M.T.Mira Certa ganhou projeção maior em sua
carreira, demonstrando o quão valioso é o seu trabalho como artista. Pensa em
fazer shows pelo Sudeste?
L.M.
Estou realizando uma segunda turnê de divulgação do DVD Mira
Certa e cidades do sudeste como São Paulo , Ouro Preto e Belo
Horizonte estão no roteiro.
M.T.
No disco Luiz Marques lançado em
2009, você homenageia Minas Gerais na música Ser Tão Cidade. De Minas saíram alguns dos melhores músicos
brasileiros e você se inclui nesta lista. Minas é o seu porto seguro musical?
L.M.
Sim com toda certeza!
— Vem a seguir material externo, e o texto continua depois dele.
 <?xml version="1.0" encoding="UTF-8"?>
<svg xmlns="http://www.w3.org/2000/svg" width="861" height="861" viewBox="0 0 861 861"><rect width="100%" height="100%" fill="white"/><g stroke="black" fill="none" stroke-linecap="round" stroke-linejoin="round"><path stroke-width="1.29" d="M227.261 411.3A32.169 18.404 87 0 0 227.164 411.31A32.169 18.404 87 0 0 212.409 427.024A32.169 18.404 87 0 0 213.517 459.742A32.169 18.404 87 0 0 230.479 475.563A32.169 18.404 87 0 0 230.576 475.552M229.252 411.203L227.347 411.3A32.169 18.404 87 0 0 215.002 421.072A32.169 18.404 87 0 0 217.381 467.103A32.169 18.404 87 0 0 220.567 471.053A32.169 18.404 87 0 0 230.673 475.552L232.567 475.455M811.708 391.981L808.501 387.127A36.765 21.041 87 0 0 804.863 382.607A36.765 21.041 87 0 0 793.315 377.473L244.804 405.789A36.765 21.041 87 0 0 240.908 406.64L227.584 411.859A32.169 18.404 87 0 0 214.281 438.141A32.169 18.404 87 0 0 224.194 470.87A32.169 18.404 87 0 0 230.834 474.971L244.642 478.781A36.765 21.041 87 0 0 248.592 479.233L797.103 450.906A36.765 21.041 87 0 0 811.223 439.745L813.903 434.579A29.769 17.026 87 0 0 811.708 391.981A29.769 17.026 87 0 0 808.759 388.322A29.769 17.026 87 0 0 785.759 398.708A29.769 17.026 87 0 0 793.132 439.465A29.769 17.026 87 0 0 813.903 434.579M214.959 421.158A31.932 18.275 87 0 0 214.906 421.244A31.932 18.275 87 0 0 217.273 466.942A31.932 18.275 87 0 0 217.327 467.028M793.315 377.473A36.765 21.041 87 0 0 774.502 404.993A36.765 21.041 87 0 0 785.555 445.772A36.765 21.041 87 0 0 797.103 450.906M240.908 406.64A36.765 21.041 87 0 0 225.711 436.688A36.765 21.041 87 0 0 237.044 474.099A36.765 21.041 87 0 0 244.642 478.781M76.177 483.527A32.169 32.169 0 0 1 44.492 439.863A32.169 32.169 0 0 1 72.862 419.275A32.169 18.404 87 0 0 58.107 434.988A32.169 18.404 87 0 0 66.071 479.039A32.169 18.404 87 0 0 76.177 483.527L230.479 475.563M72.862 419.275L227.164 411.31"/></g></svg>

Tanto o interior, o vasto sertão, a geografia única com
suas surpreendentes montanhas, como também a capital Belo Horizonte, onde
resido já por vários anos,são fontes inesgotáveis de inspiração. E
principalmente bebo do mistério que vive oculto na voz e no silêncio deste
povo, na força do barroco que pulsa nas veias das pessoas e nas ruelas das
cidades históricas, enfim nas Minas Gerais, estes profundos poços onde nós
mineiros vamos buscar o ouro de nossa existência!
M.T.
Cantor, compositor, arranjador e violonista. O que mais falta fazer em sua
carreira?
L.M.
Fazer chegar minha música a todos que possam e tenham interesse em ouvi-la.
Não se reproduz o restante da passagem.